So what made you change your ways for this OTA?


----------



## piiman (Aug 21, 2011)

DJSgalaxy said:


> I'm currently on stock rooted the OTA came to my phone last night. I haven't done it yEt because I wanted to see if I should change some things.
> 
> I flashed a zip to make the battery color cyan and a zip to add a few items to the notification bar. I also installed EZrecovery and have CWM flashed as well.
> 
> I'm a Samsung noob and I wanted to see what steps to take to do the ota so I don't have to keep postponing it.

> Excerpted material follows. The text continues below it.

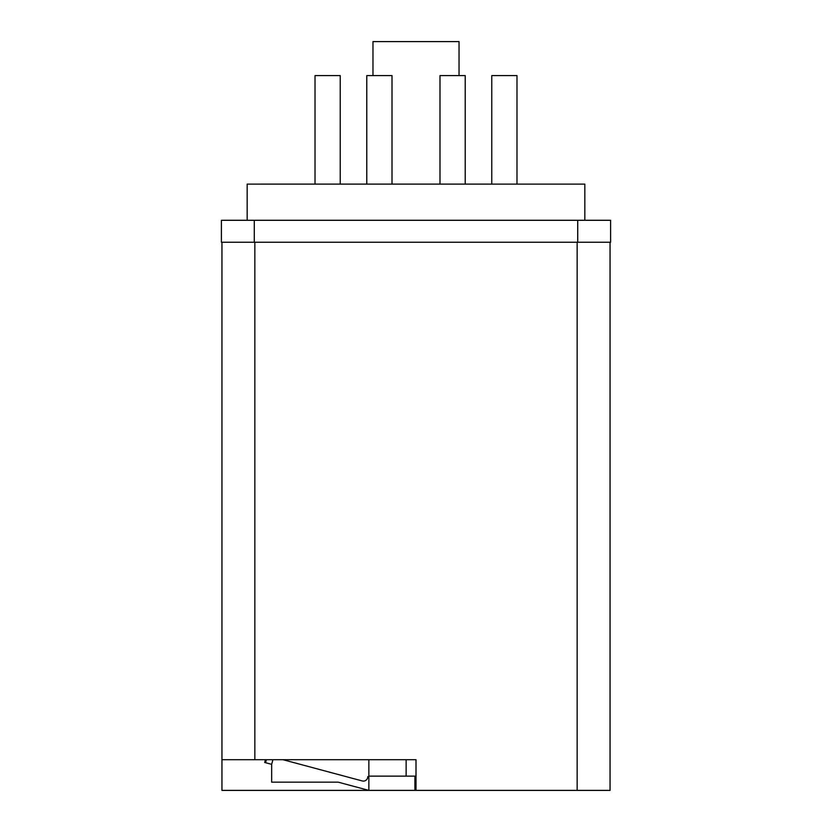 <?xml version="1.0" encoding="UTF-8"?>
<svg xmlns="http://www.w3.org/2000/svg" width="832" height="832" viewBox="0 0 832 832"><rect width="100%" height="100%" fill="white"/><g stroke="black" fill="none" stroke-linecap="round" stroke-linejoin="round"><path stroke-width="1.25" d="M610.054 242.226L610.054 790.39L416 790.39L416 759.689L221.946 759.689L221.946 242.226M416 790.39L221.946 790.39L221.946 759.689M489.455 790.4L566.197 790.39M375.44 790.4L320.622 790.39M282.932 759.689L362.242 780.946A4.389 4.389 0 0 0 367.765 776.703L368.857 776.142L368.857 759.689M272.906 759.689L271.658 764.348L271.658 782.163L338.166 782.163L368.857 790.39L368.857 776.142L414.908 776.142L414.908 790.39M266.396 759.689L265.585 762.715L271.658 764.348M265.585 762.715L264.69 762.476L265.439 759.689M402.293 790.39L372.694 790.39M577.71 242.226L577.71 220.303L610.594 220.303L610.594 242.226L221.406 242.226L221.406 220.303L254.29 220.303L254.29 242.226M577.71 220.303L254.29 220.303M340.236 184.111L340.236 75.587L315.016 75.587L315.016 184.111L315.016 75.587M465.213 184.111L465.213 75.587L439.993 75.587L439.993 184.111M516.984 184.111L516.984 75.587L491.764 75.587L491.764 184.111M392.007 184.111L392.007 75.587L366.787 75.587L366.787 184.111M584.834 220.303L584.834 184.122L247.166 184.122L247.166 220.303M260.874 184.111L571.126 184.122M372.965 75.587L372.965 41.6L459.035 41.6L459.035 75.587M577.158 790.39L577.158 242.226M254.842 242.226L254.842 759.689M406.13 776.142L406.13 759.689M287.123 760.812A7.675 7.675 0 0 0 287.331 759.689"/></g></svg>

Step 1. Don't take the OTA
Step 2 done


----------



## Goose306 (Sep 12, 2011)

piiman said:


> So what made you change your ways for this OTA?


No one had tested to see if it could be properly rooted / unlocked.

Tapped from the unicorned N7


----------



## MistaWolfe (Oct 10, 2011)

Goose306 said:


> No one had tested to see if it could be properly rooted / unlocked.
> 
> Tapped from the unicorned N7


Goose takes one for the team.

My dude.

Sent from my SGH-I535 using Tapatalk 2


----------



## patt3k (Mar 28, 2012)

just out of curiosity I am running rooted hybrid TW/AOSP rom and click on check updates and it showed there.


----------



## JKBane (Jun 18, 2011)

I am not rooted and have the latest OTA. Can I still root as usual and unlock as usual, just as if the OTA never happened? Thanks in advance


----------



## landshark (Aug 6, 2011)

JKBane said:


> I am not rooted and have the latest OTA. Can I still root as usual and unlock as usual, just as if the OTA never happened? Thanks in advance


Per Goose306 in post #4 of this very thread, just one page back on the first page of this very large two page thread, you can root and unlock the OTA as usual.


----------



## JKBane (Jun 18, 2011)

landshark said:


> Per Goose306 in post #4 of this very thread, just one page back on the first page of this very large two page thread, you can root and unlock the OTA as usual.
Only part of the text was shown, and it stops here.